Authors: Bai, Jingpan1,2,3,4 (AUTHOR), Shi, Yan1,2,3,4 (AUTHOR), Chen, Yuan1,2,3,4 (AUTHOR), Ji, Houling1,2,3,4 (AUTHOR) jhouling@yangtzeu.edu.cn
Source: Remote Sensing. Jun2026, Vol. 18 Issue 12, p1873. 23p.
Subjects: Object recognition (Computer vision), Feature extraction
Abstract: Highlights: What are the main findings? A novel C3k2_DFF module is designed to enhance the model's capability for multi-scale object detection. The SEAM attention mechanism is introduced to improve detection performance in occlusion scenarios. What are the implications of the main findings? The proposed method effectively addresses feature extraction challenges for targets of varying sizes and overlapping objects. This study provides a robust solution for complex environment perception, significantly boosting the overall detection accuracy. To address the issues of low accuracy in transmission line anomaly detection and recognition caused by challenges such as multi-scale targets and partial occlusion, this paper proposes an optimized transmission line anomaly detection algorithm based on improved YOLOv11n. Firstly, an improved Cross Stage Partial with kernel size 2 (C3k2_DFF) module takes the place of the original C3k2 module in the backbone network. It adaptively fuses multi-scale local features and dynamically selects salient channel-wise and spatial features according to its global information during fusion to enhance the model's feature representation. Secondly, a Separated and Enhancement Attention Module (SEAM) attention mechanism is introduced to enhance the unoccluded area feature response to compensate for the occluded area response deficit, suppressing the background features that interfere with the model and improving the model's occluded target perception capability.
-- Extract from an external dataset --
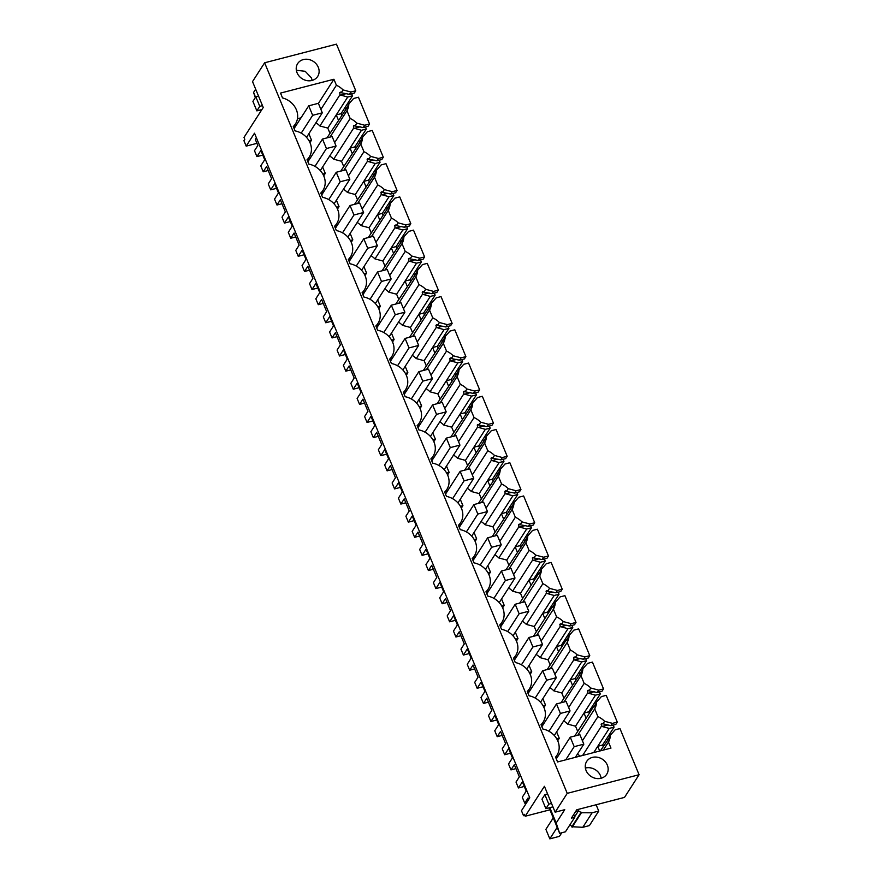 <?xml version="1.0" encoding="UTF-8"?>
<svg xmlns="http://www.w3.org/2000/svg" width="883" height="883" viewBox="0 0 883 883"><rect width="100%" height="100%" fill="white"/><g stroke="black" fill="none" stroke-linecap="round" stroke-linejoin="round"><path stroke-width="1.32" d="M526.643 802.647L524.734 803.144L522.283 797.228L526.213 791.102L522.383 781.852L518.453 787.967L516.003 782.062L519.347 776.841L514.325 764.7L510.97 769.91L508.52 763.994L512.449 757.879L508.619 748.618L504.69 754.744L502.239 748.828L505.584 743.607L500.562 731.466L497.206 736.687L494.756 730.771L498.685 724.645L494.855 715.385L490.926 721.51L488.476 715.594L491.82 710.385L486.798 698.232L483.442 703.453L480.992 697.537L484.922 691.411L481.092 682.162L477.162 688.287L474.712 682.371L478.056 677.151L473.034 665.009L469.679 670.219L467.228 664.314L471.158 658.188L467.328 648.928L463.398 655.054L460.948 649.137L464.292 643.928L461.776 637.846L459.259 631.775L455.915 636.996L453.465 631.08L457.394 624.954L453.564 615.705L449.635 621.82L447.184 615.915L450.529 610.694L445.496 598.553L442.151 603.762L439.701 597.857L443.63 591.731L439.8 582.471L435.871 588.597L433.421 582.681L436.765 577.471L434.248 571.389L431.732 565.319L428.387 570.539L425.937 564.623L429.866 558.498L426.036 549.248L422.107 555.363L419.657 549.458L423.001 544.237L417.968 532.096L414.624 537.306L412.173 531.389L416.103 525.275L412.273 516.014L408.343 522.14L405.893 516.224L409.237 511.003L404.204 498.862L400.86 504.083L398.41 498.167L402.339 492.041L398.509 482.78L394.569 488.906L392.129 482.99L395.474 477.78L390.441 465.628L387.096 470.849L384.646 464.933L388.575 458.807L384.745 449.557L380.805 455.683L378.365 449.767L381.71 444.546L376.677 432.405L373.332 437.615L370.882 431.71L374.811 425.584L370.981 416.323L367.041 422.449L364.602 416.533L367.946 411.323L365.43 405.242L362.913 399.171L359.569 404.392L357.118 398.476L361.048 392.35L357.218 383.101L353.277 389.215L350.838 383.31L354.182 378.09L349.149 365.948L345.805 371.158L343.355 365.253L347.284 359.127L343.454 349.867L339.514 355.992L337.074 350.076L340.419 344.867L337.902 338.785L335.385 332.714L332.041 337.935L329.591 332.019L333.52 325.893L329.69 316.644L325.75 322.759L323.299 316.854L326.655 311.633L321.622 299.492L318.277 304.701L315.827 298.785L319.756 292.67L315.926 283.41L311.986 289.536L309.536 283.62L312.891 278.399L307.858 266.258L304.514 271.478L302.063 265.562L305.993 259.436L302.163 250.176L298.222 256.302L295.772 250.386L299.127 245.176L294.094 233.024L290.75 238.244L288.299 232.328L292.229 226.203L288.399 216.953L284.458 223.079L282.008 217.163L285.364 211.942L280.33 199.801L276.986 205.011L274.536 199.105L278.465 192.98L274.635 183.719L270.695 189.845L268.244 183.929L271.6 178.719L269.083 172.638L266.567 166.567L263.222 171.788L260.772 165.872L264.701 159.746L260.871 150.496L256.931 156.611L254.481 150.706L257.836 145.485L255.319 139.415L256.379 137.77M256.942 143.344L246.18 146.125L243.918 140.673L244.801 139.315L244.006 137.417L263.244 107.472L252.527 81.6L264.624 62.781L336.467 44.15L355.772 90.761L350.959 92.02L343.079 89.923A19.47 16.876 -147.3 0 0 336.412 85.254L333.917 79.249L280.518 93.09L282.527 97.936A18.388 15.938 -147.3 0 1 295.43 123.94A18.388 15.938 -147.3 0 1 293.266 126.545L295.065 130.894A18.388 15.938 -147.3 0 1 309.193 157.163A18.388 15.938 -147.3 0 1 307.03 159.768L308.829 164.117A18.388 15.938 -147.3 0 1 322.957 190.397A18.388 15.938 -147.3 0 1 320.794 193.002L322.593 197.351A18.388 15.938 -147.3 0 1 336.721 223.631A18.388 15.938 -147.3 0 1 334.558 226.225L336.357 230.573A18.388 15.938 -147.3 0 1 350.485 256.854A18.388 15.938 -147.3 0 1 348.321 259.459L350.121 263.807A18.388 15.938 -147.3 0 1 364.249 290.088A18.388 15.938 -147.3 0 1 362.085 292.692L363.884 297.041A18.388 15.938 -147.3 0 1 378.012 323.31A18.388 15.938 -147.3 0 1 375.849 325.915L377.648 330.264A18.388 15.938 -147.3 0 1 391.776 356.544A18.388 15.938 -147.3 0 1 389.613 359.149L391.412 363.498A18.388 15.938 -147.3 0 1 405.54 389.767A18.388 15.938 -147.3 0 1 403.376 392.372L405.176 396.721A18.388 15.938 -147.3 0 1 419.304 423.001A18.388 15.938 -147.3 0 1 417.14 425.606L418.939 429.955A18.388 15.938 -147.3 0 1 433.067 456.235A18.388 15.938 -147.3 0 1 430.904 458.829L432.703 463.178A18.388 15.938 -147.3 0 1 446.831 489.458A18.388 15.938 -147.3 0 1 444.668 492.063L446.467 496.412A18.388 15.938 -147.3 0 1 460.595 522.692A18.388 15.938 -147.3 0 1 458.432 525.297L460.231 529.645A18.388 15.938 -147.3 0 1 474.359 555.915A18.388 15.938 -147.3 0 1 472.195 558.52L473.994 562.868A18.388 15.938 -147.3 0 1 488.122 589.149A18.388 15.938 -147.3 0 1 485.959 591.753L487.758 596.102A18.388 15.938 -147.3 0 1 501.886 622.372A18.388 15.938 -147.3 0 1 499.723 624.976L501.533 629.325A18.388 15.938 -147.3 0 1 515.65 655.605A18.388 15.938 -147.3 0 1 513.487 658.21L515.297 662.559A18.388 15.938 -147.3 0 1 529.414 688.839A18.388 15.938 -147.3 0 1 527.25 691.433L529.06 695.782A18.388 15.938 -147.3 0 1 543.177 722.062A18.388 15.938 -147.3 0 1 541.014 724.667L542.824 729.016A18.388 15.938 -147.3 0 1 556.941 755.296A18.388 15.938 -147.3 0 1 555.562 757.106L557.57 761.952L610.97 748.1L608.475 742.084A19.47 16.876 -147.3 0 0 610.363 735.208L615.142 729.822L619.965 728.574L639.082 774.722L624.513 797.393L576.765 809.777L571.378 818.166L574.756 817.294L573.652 814.634M338.399 120.121L336.235 114.922L327.792 128.079L319.911 125.982L339.911 94.845L339.812 92.461L349.458 94.349L354.282 93.09L355.772 90.761M339.911 94.845L347.725 97.053L336.235 114.922L341.059 113.675L352.538 95.794L351.699 93.764M341.059 113.675L341.644 115.066M346.279 108.951L345.683 108.786L346.5 108.609L348.851 103.852L353.63 98.477L358.454 97.218L369.536 123.995L364.723 125.243L356.842 123.145A19.47 16.876 -147.3 0 0 350.176 118.488L334.657 142.627M353.675 128.079L361.489 130.276L341.555 161.302L333.675 159.205L353.675 128.079L353.586 125.695L363.222 127.571L368.045 126.324L369.536 123.995M352.162 153.355L349.999 148.145L354.823 146.898L366.302 129.028L365.463 126.997M354.823 146.898L355.408 148.3M360.043 142.185L359.447 142.008L360.043 142.185L362.615 137.086L367.394 131.699L372.218 130.452L383.299 157.229L378.487 158.476L370.606 156.379A19.47 16.876 -147.3 0 0 363.939 151.71L348.421 175.86M367.438 161.313L375.253 163.51L355.319 194.536L347.438 192.439L367.438 161.313L367.35 158.918L376.986 160.805L381.809 159.547L383.299 157.229M365.926 186.578L363.763 181.379L368.586 180.132L380.065 162.262L379.226 160.22M368.586 180.132L369.171 181.534M373.807 175.408L373.211 175.242L374.028 175.066L376.379 170.309L381.158 164.933L385.981 163.675L397.063 190.452L392.251 191.699L384.37 189.602A19.47 16.876 -147.3 0 0 377.703 184.944L362.185 209.083M381.202 194.536L389.017 196.732L369.083 227.759L361.202 225.662L381.202 194.536L381.114 192.152L390.75 194.028L395.573 192.781L397.063 190.452M379.69 219.812L377.527 214.613L382.35 213.355L393.829 195.485L392.99 193.454M382.35 213.355L382.935 214.757M387.571 208.642L386.975 208.476L387.571 208.642L390.143 203.543L394.922 198.156L399.745 196.909L410.827 223.686L406.014 224.933L398.134 222.836A19.47 16.876 -147.3 0 0 391.467 218.178L375.948 242.317M394.966 227.77L402.78 229.966L382.847 260.993L374.966 258.896L394.966 227.77L394.878 225.386L404.513 227.262L409.337 226.015L410.827 223.686M393.454 253.046L391.29 247.836L396.114 246.589L407.593 228.719L406.754 226.677M396.114 246.589L396.699 247.991M401.335 241.865L400.739 241.699L401.555 241.523L403.906 236.765L408.686 231.39L413.509 230.143L424.602 256.909L419.778 258.167L411.897 256.07A19.47 16.876 -147.3 0 0 405.231 251.401L389.712 275.54M408.73 260.993L416.544 263.2L396.61 294.216L388.73 292.118L408.73 260.993L408.641 258.609L418.277 260.485L423.1 259.238L424.602 256.909M407.218 286.269L405.054 281.07L409.878 279.812L421.368 261.942L420.518 259.911M409.878 279.812L410.463 281.213M415.098 275.099L414.502 274.933L415.098 275.099L417.67 269.999L422.449 264.613L427.273 263.366L438.365 290.143L433.542 291.39L425.661 289.293A19.47 16.876 -147.3 0 0 418.995 284.635L403.476 308.774M422.493 294.227L430.308 296.423L410.374 327.45L402.493 325.352L422.493 294.227L422.405 291.843L432.041 293.719L436.864 292.472L438.365 290.143M420.981 319.503L418.818 314.293L423.641 313.046L435.131 295.176L434.281 293.134M423.641 313.046L424.226 314.447M428.862 308.333L428.266 308.156L428.862 308.333L431.434 303.233L436.213 297.847L441.036 296.6L452.129 323.366L447.306 324.624L439.425 322.527A19.47 16.876 -147.3 0 0 432.758 317.858L417.24 342.008M436.257 327.45L444.072 329.657L424.138 360.683L416.257 358.586L436.257 327.45L436.169 325.065L445.805 326.953L450.628 325.695L452.129 323.366M434.745 352.725L432.582 347.527L437.405 346.279L448.895 328.399L448.045 326.368M437.405 346.279L437.99 347.67M442.626 341.555L442.03 341.39L442.847 341.213L445.198 336.456L449.977 331.081L454.8 329.823L465.893 356.6L461.069 357.847L453.189 355.75A19.47 16.876 -147.3 0 0 446.522 351.092L431.003 375.231M450.021 360.683L457.836 362.88L437.902 393.906L430.021 391.809L450.021 360.683L449.933 358.299L459.568 360.176L464.392 358.928L465.893 356.6M448.509 385.959L446.345 380.75L451.169 379.502L462.659 361.633L461.809 359.591M451.169 379.502L451.754 380.904M456.39 374.789L455.794 374.613L456.39 374.789L458.961 369.69L463.741 364.304L468.564 363.056L479.657 389.833L474.833 391.081L466.952 388.984A19.47 16.876 -147.3 0 0 460.286 384.315L444.778 408.465M463.785 393.917L471.599 396.114L451.666 427.14L443.785 425.043L463.785 393.917L463.696 391.522L473.332 393.41L478.156 392.151L479.657 389.833M462.273 419.182L460.109 413.984L464.933 412.736L476.423 394.867L475.573 392.825M464.933 412.736L465.518 414.138M470.153 408.012L469.557 407.847L470.374 407.67L472.725 402.913L477.504 397.538L482.328 396.279L493.42 423.056L488.597 424.304L480.716 422.206A19.47 16.876 -147.3 0 0 474.05 417.549L458.542 441.688M477.548 427.14L485.363 429.337L465.429 460.363L457.549 458.266L477.548 427.14L477.46 424.756L487.096 426.632L491.919 425.385L493.42 423.056M476.036 452.416L473.873 447.217L478.696 445.959L490.186 428.089L489.337 426.059M478.696 445.959L479.281 447.361M483.917 441.246L483.321 441.081L483.917 441.246L486.489 436.147L491.268 430.761L496.091 429.513L507.184 456.29L502.361 457.537L494.48 455.44A19.47 16.876 -147.3 0 0 487.813 450.783L472.306 474.922M491.312 460.374L499.127 462.571L479.193 493.597L471.312 491.5L491.312 460.374L491.224 457.99L500.86 459.866L505.683 458.619L507.184 456.29M489.8 485.65L487.637 480.44L492.46 479.193L503.95 461.323L503.1 459.281M492.46 479.193L493.045 480.595M497.681 474.469L497.085 474.303L497.902 474.127L500.253 469.37L505.032 463.994L509.855 462.747L520.948 489.513L516.125 490.771L508.244 488.674A19.47 16.876 -147.3 0 0 501.577 484.005L486.069 508.144M505.076 493.597L512.891 495.805L492.957 526.82L485.076 524.723L505.076 493.597L504.988 491.213L514.623 493.089L519.447 491.842L520.948 489.513M503.564 518.873L501.401 513.674L506.224 512.416L517.714 494.546L516.864 492.515M506.224 512.416L506.809 513.818M511.445 507.703L510.849 507.537L511.445 507.703L514.016 502.604L518.796 497.217L523.619 495.97L534.712 522.747L529.888 523.994L522.008 521.897A19.47 16.876 -147.3 0 0 515.341 517.239L499.833 541.378M518.84 526.831L526.654 529.027L506.721 560.054L498.84 557.957L518.84 526.831L518.751 524.447L528.387 526.323L533.211 525.076L534.712 522.747M517.328 552.107L515.175 546.897L519.988 545.65L531.478 527.78L530.628 525.738M519.988 545.65L520.573 547.052M525.208 540.937L524.612 540.76L525.208 540.937L527.78 535.838L532.559 530.451L537.383 529.204L548.475 555.97L543.652 557.228L535.771 555.131A19.47 16.876 -147.3 0 0 529.105 550.462L513.597 574.612M532.604 560.054L540.418 562.261L520.484 593.288L512.604 591.191L532.604 560.054L532.515 557.67L542.151 559.557L546.974 558.299L548.475 555.97M531.091 585.33L528.939 580.131L533.751 578.884L545.241 561.003L544.392 558.972M533.751 578.884L534.336 580.274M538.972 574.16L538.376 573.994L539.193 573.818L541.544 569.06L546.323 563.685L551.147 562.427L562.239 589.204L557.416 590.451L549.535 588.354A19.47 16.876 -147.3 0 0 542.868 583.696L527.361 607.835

Experimental results on our self-constructed dataset indicate that the proposed improved YOLOv11n model achieves precision, recall, mAP50, and mAP50-95 of 94.2%, 90.8%, 94.3%, and 68.0%, respectively. Compared with the baseline model, it represents improvements of 2.0%, 1.3%, 1.6%, and 2.9%, while the parameters and GFLOPs increase by only 6.6% and 4.8%, demonstrating superior detection performance. [ABSTRACT FROM AUTHOR]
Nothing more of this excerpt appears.